Tuesday, January 4, 2011

Self-centredness

“When Haman entered, the king asked him, ‘What should be done for the man the king delights to honour?’
“Now Haman thought to himself, ‘Who is there that the king would rather honour than me?’” Esther 6:6

The book of Esther is one that would be worth making into a movie. First, the girl who wins the beauty pageant (Esther) who is advised by her cousin (Mordecai) to keep her nationality secret. Then, the villain (Haman), who is favoured by the king but holds a grudge against Mordecai (not knowing he is related to Esther), because he won’t bow down. What Haman doesn’t know, is that Mordecai saved the king’s life on one occasion, by reporting an assassination plot by two of his officials.
At the same time Haman approaches the king to ask for permission to execute Mordecai, the king is reading the account of how Mordecai saved his life.

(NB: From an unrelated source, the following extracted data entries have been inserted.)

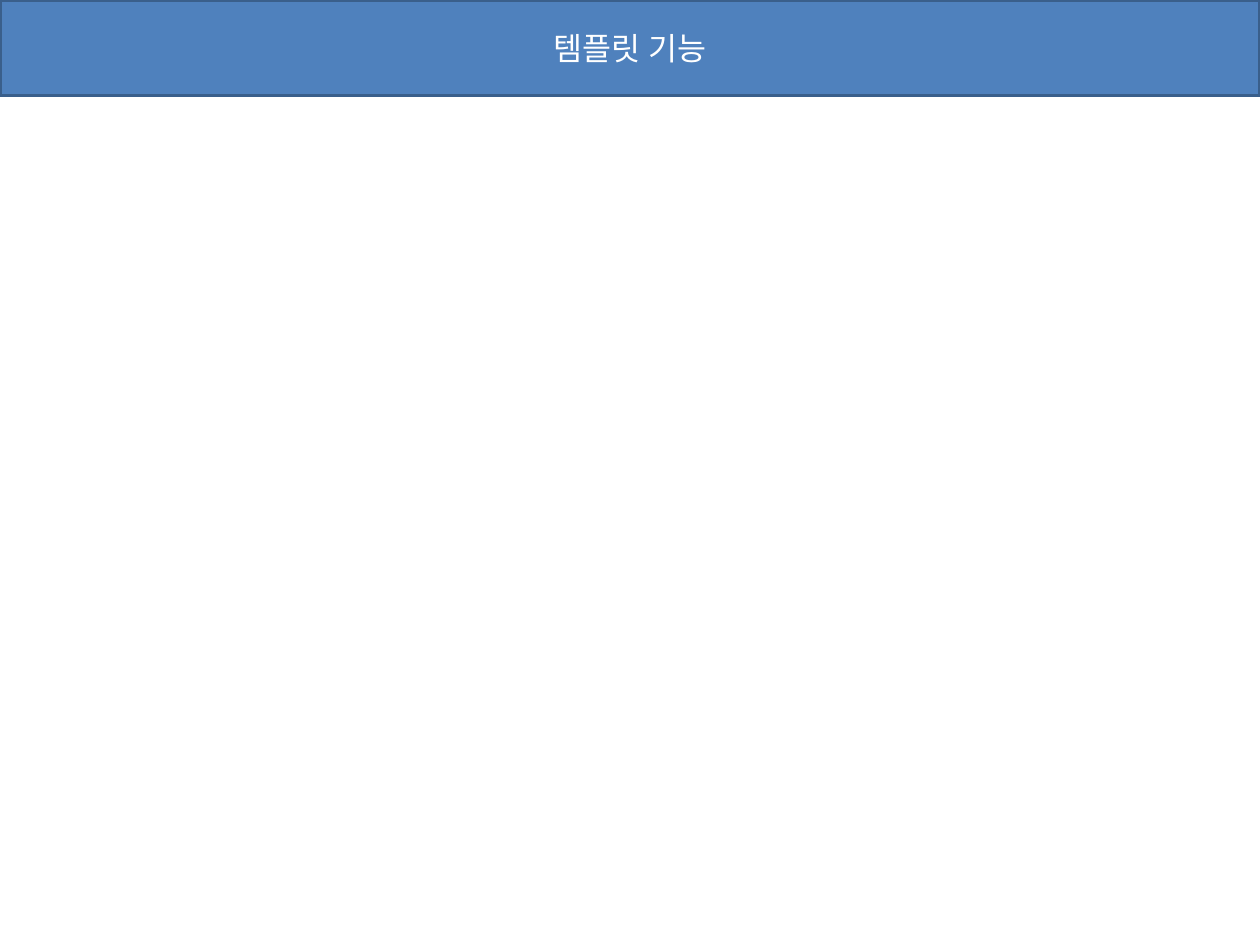
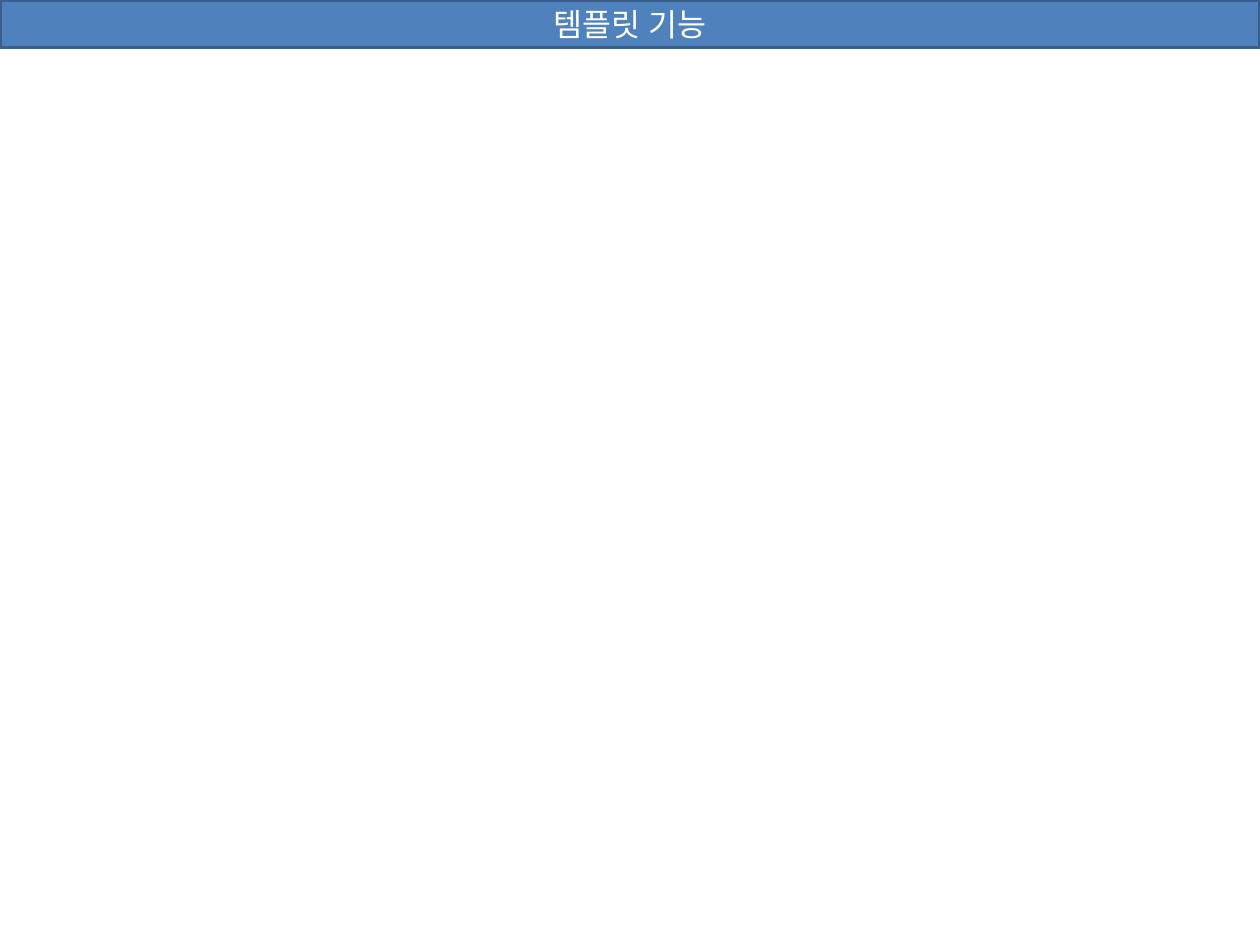
Before and after one commit to hycho/bp-kt-project, a slide deck: slide 13 of document/guide/화면설계서 V0.01.pptx (slide 3 before the commit). Drawn at 1260x945 pixels with LibreOffice and Linux fonts; fonts in the diff are those of the drawing. Boxes give left, top, right and bottom in pixels: in the first picture for what was removed or moved away, otherwise in the second. Text is boxed around its words. In the diff, an @@ line names an element or a change of style, - is before the commit and + after.

```diff
--- a/document/guide/화면설계서 V0.01.pptx
+++ b/document/guide/화면설계서 V0.01.pptx
@@ rectangle "템플릿 기능": place and size @@
-rectangle "템플릿 기능" at (0, 0, 1260, 96)
+rectangle "템플릿 기능" at (0, 0, 1260, 48)
```
Also in this commit, not shown: 1 other slide changed, 10 slides added.

Haman enters, and the king asks, ‘What should be done for the man the king delights to honour?’
Naturally, Haman thinks the king is talking about himself. So he thinks of all the things he would like to be done to him: wearing a royal robe and being paraded through the streets on a royal horse. He tells the king so, and the king thinks it is a great idea and instructs him to go and do it all for Mordecai.
The rest of the book is well worth reading, but here is the point from this part: Haman, in his self-centredness, sets himself up for humiliation. He is blinded to the fact that there are other people in the world whom the king might have wanted to honour. Even Mordecai, the man he hated, was in the king’s good books.
We all have self-centred tendencies. Let us be aware of them, and not be blinded by them.